To study the tuberculocidal efficacy, 1 liter of water with a concentration of Mycobacterium B ₅ 1.8 · 10 ⁴ CFU · dm ^{-3 was} treated with an encapsulated composition containing perfume. The composition contained 20 mg (25 parts by weight) of a disinfectant - sodium dichloroisocyanurate, 8 mg (10 parts by weight) of potassium chloride and 24 mg (30 parts by weight) of sodium acetate. An analysis carried out after 20 minutes showed the absence of microorganisms compared with the treatment with 20 mg of pure sodium salt of dichloroisocyanuric acid, where the processing time was 40 minutes.

Example 7

The agar culture of B.anthracis (vaccine strain STI-1) with a microorganism content of 1.3 · 10 ⁶ CFU · dm ^{-3 was} treated for 40 minutes with 80 mg of pure sodium salt of dichloroisocyanuric acid and a composition in the form of tablets containing a talc binder and a dispersant sodium carbonate containing 76 mg (19 parts by weight) of the disinfectant - NaDCA, 40 mg (10 parts by weight) of potassium chloride and 4 mg (1 part by weight) of trichloroisocyanuric acid.
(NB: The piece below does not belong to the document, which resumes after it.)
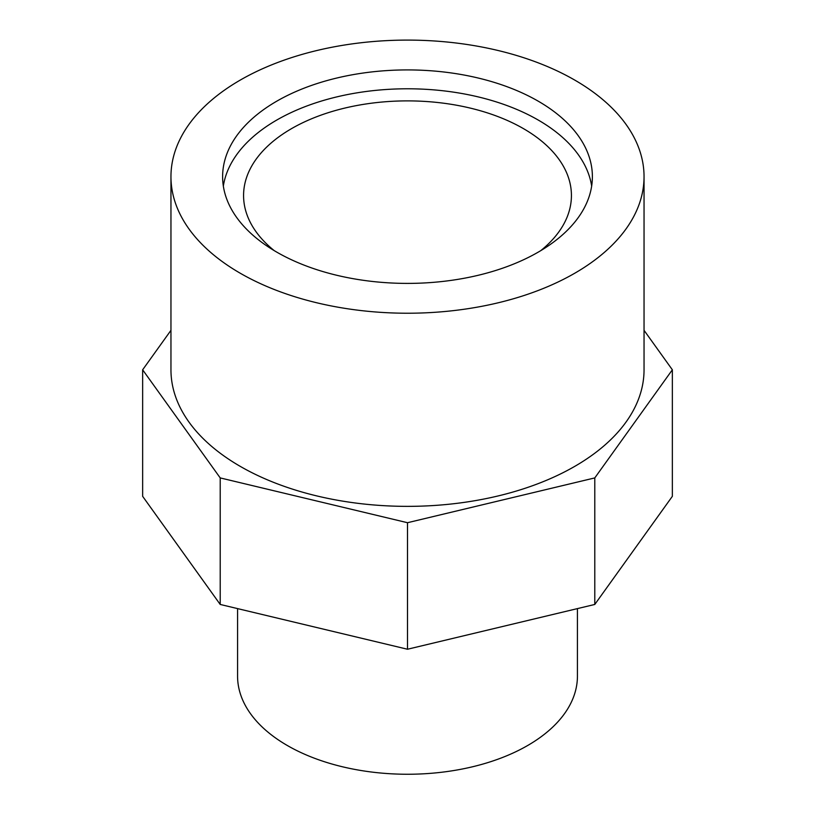 <?xml version="1.0" encoding="UTF-8"?>
<svg xmlns="http://www.w3.org/2000/svg" width="815" height="815" viewBox="0 0 815 815"><rect width="100%" height="100%" fill="white"/><g stroke="black" fill="none" stroke-linecap="round" stroke-linejoin="round"><path stroke-width="1.22" d="M170.956 330.32L142.645 369.796L142.645 496.325L220.213 604.455L407.5 649.239L594.787 604.455L594.787 477.916L672.355 369.796L644.044 330.32M407.5 649.239L407.5 522.71L594.787 477.916M220.213 604.455L220.213 477.916L407.5 522.71M142.645 369.796L220.213 477.916M594.787 604.455L672.355 496.325L672.355 369.796M170.956 176.661L170.956 369.796A236.544 136.563 0 0 0 407.5 506.36A236.544 136.563 0 0 0 644.044 369.796L644.044 176.661A236.544 136.563 0 0 0 498.016 50.489A236.544 136.563 0 0 0 240.242 80.094A236.544 136.563 0 0 0 170.956 176.661A236.544 136.563 0 0 0 407.5 313.225A236.544 136.563 0 0 0 644.044 176.661M223.341 186.095A184.883 106.745 180 0 1 407.5 88.784A184.883 106.745 180 0 1 591.659 186.095M276.774 252.13A184.883 106.745 180 0 1 222.617 176.661A184.883 106.745 180 0 1 407.5 69.917A184.883 106.745 180 0 1 592.383 176.661A184.883 106.745 180 0 1 478.252 275.276A184.883 106.745 180 0 1 276.774 252.13M540.752 250.653A163.927 94.642 0 0 0 571.427 195.529A163.927 94.642 0 0 0 470.235 108.089A163.927 94.642 0 0 0 291.587 128.607A163.927 94.642 0 0 0 243.573 195.529A163.927 94.642 0 0 0 274.248 250.653M237.572 608.601L237.572 676.144A169.928 98.106 0 0 0 407.5 774.25A169.928 98.106 0 0 0 577.428 676.144L577.428 608.601"/></g></svg>
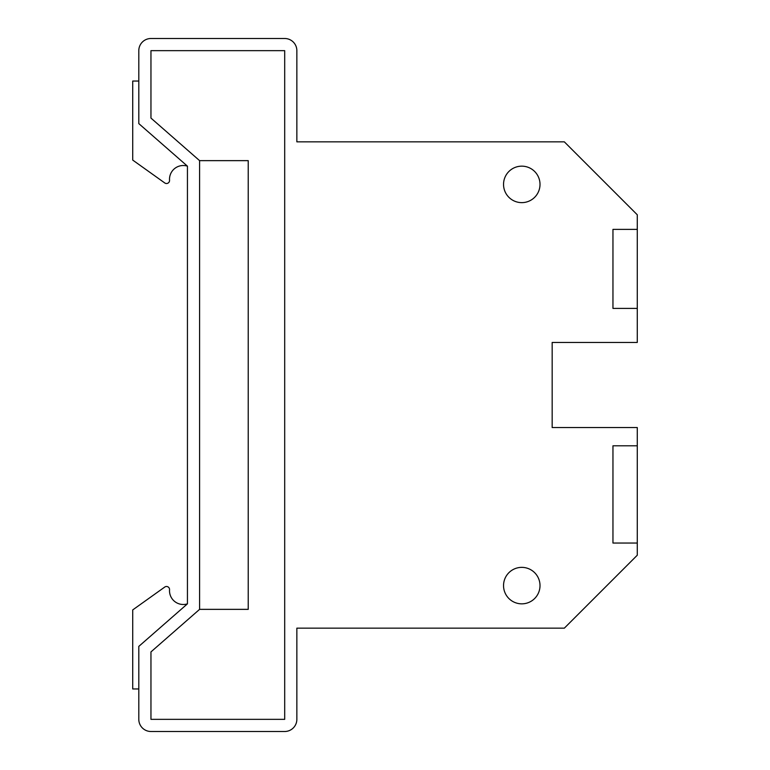 <?xml version="1.0" encoding="UTF-8"?>
<svg xmlns="http://www.w3.org/2000/svg" width="770" height="770" viewBox="0 0 770 770"><rect width="100%" height="100%" fill="white"/><g stroke="black" fill="none" stroke-linecap="round" stroke-linejoin="round"><path stroke-width="1.16" d="M169.516 590.725A13.764 13.764 0 0 1 169.544 589.733A13.764 13.764 0 0 0 187.437 603.844L138.802 646.396L138.802 719.344A12.156 12.156 0 0 0 150.959 731.5L284.698 731.5A12.156 12.156 0 0 0 296.854 719.344L296.854 628.156L564.333 628.156L637.281 555.209L637.281 427.552L552.167 427.552L552.167 342.448L637.281 342.448L637.281 214.792L564.333 141.844L296.854 141.844L296.854 50.656A12.156 12.156 0 0 0 284.698 38.5L150.959 38.5A12.156 12.156 0 0 0 138.802 50.656L138.802 123.604L187.437 166.156L187.437 603.844L187.437 166.156A13.764 13.764 0 0 0 169.544 180.267A3.042 3.042 0 0 1 164.751 182.952L132.719 160.083L164.751 182.952M503.541 585.604A18.239 18.239 0 0 0 521.781 603.844A18.239 18.239 0 0 0 540.011 585.604A18.239 18.239 0 0 0 521.781 567.365A18.239 18.239 0 0 0 503.541 585.604M503.541 184.396A18.239 18.239 0 0 0 521.781 202.635A18.239 18.239 0 0 0 540.011 184.396A18.239 18.239 0 0 0 521.781 166.156A18.239 18.239 0 0 0 503.541 184.396M138.802 81.052L132.719 81.052L132.719 160.083M138.802 688.948L132.719 688.948L132.719 609.917L164.751 587.048A3.042 3.042 0 0 1 169.544 589.733M150.959 50.656L150.959 118.089L199.594 160.641L199.594 609.359L150.959 651.911L150.959 719.344L284.698 719.344L284.698 50.656L150.959 50.656M637.281 445.792L612.959 445.792L612.959 543.052L637.281 543.052M637.281 229.383L612.959 229.383L612.959 308.404L637.281 308.404M199.594 609.359L248.219 609.359L248.219 160.641L199.594 160.641M169.544 180.267A13.764 13.764 0 0 1 169.516 179.275"/></g></svg>

In the case of pure sodium isocyanurate, only a decrease in the concentration of microorganisms to 1.7 · 10 CFU · dm ^{-3 was} noted, and treatment with the composition completely destroyed the spores.

The above examples show the high efficiency of the proposed composition for disinfecting water due to the combined synergistic action of its constituent components, shortening the processing time and reducing the applied doses for similar forms of microorganisms compared to pure sodium salt of dichloroisocyanuric acid and other compositions based on it.

Claims (12)

1. A solid composition for disinfecting water for treating predetermined volumes of water and comprising a chlorine-containing disinfectant and an alkali metal chloride - sodium or potassium, characterized in that it contains a sodium or potassium salt of dichloroisocyanuric acid and an additional alkali metal salt of acetic or phosphoric as a chlorine-containing disinfectant acid or trichloroisocyanuric acid in the following components, parts by weight: Sodium or potassium salt dichloroisocyanuric acid 2-25 Alkali metal chloride 10-75 Acetic alkali metal salt or phosphoric acid or trichloroisocyanuric acid 1-30 2. The composition for disinfecting water according to claim 1, characterized in that it is used in the form of a single unit dose packaging. 3. The composition for disinfecting water according to claim 1, characterized in that the composition is a powder, granules, capsules, tablets. 4. The composition for disinfecting water according to claim 3, characterized in that the composition in the form of granules and tablets additionally contains binders. 5. The composition for disinfecting water according to claim 4, characterized in that magnesium binders, calcium stearate, talc, starch, carboxymethyl cellulose, methyl cellulose, and also mixtures thereof can be used as binders. 6. The composition for disinfecting water according to claim 4, characterized in that it further comprises dispersants to accelerate the destruction of granules and tablets. 7. The composition for disinfecting water according to claim 6, characterized in that the dispersants used are carbonates of alkali and alkaline earth metals, as well as mixtures thereof. 8. The composition for disinfecting water according to claim 1, characterized in that it further comprises a dye. 9. The composition for disinfecting water according to claim 1, characterized in that it further comprises a perfume. 10. The composition for disinfecting water according to claim 1, characterized in that it further comprises activated carbon to neutralize excess active chlorine. 11. The composition for disinfecting water according to claim 10, characterized in that the activated carbon is used in the form of powder, granules, tablets, carbon fiber tissue, as well as mixtures thereof. 12. The composition for disinfecting water according to claim 10, characterized in that the composition is made in the form of a bicomponent dosage package.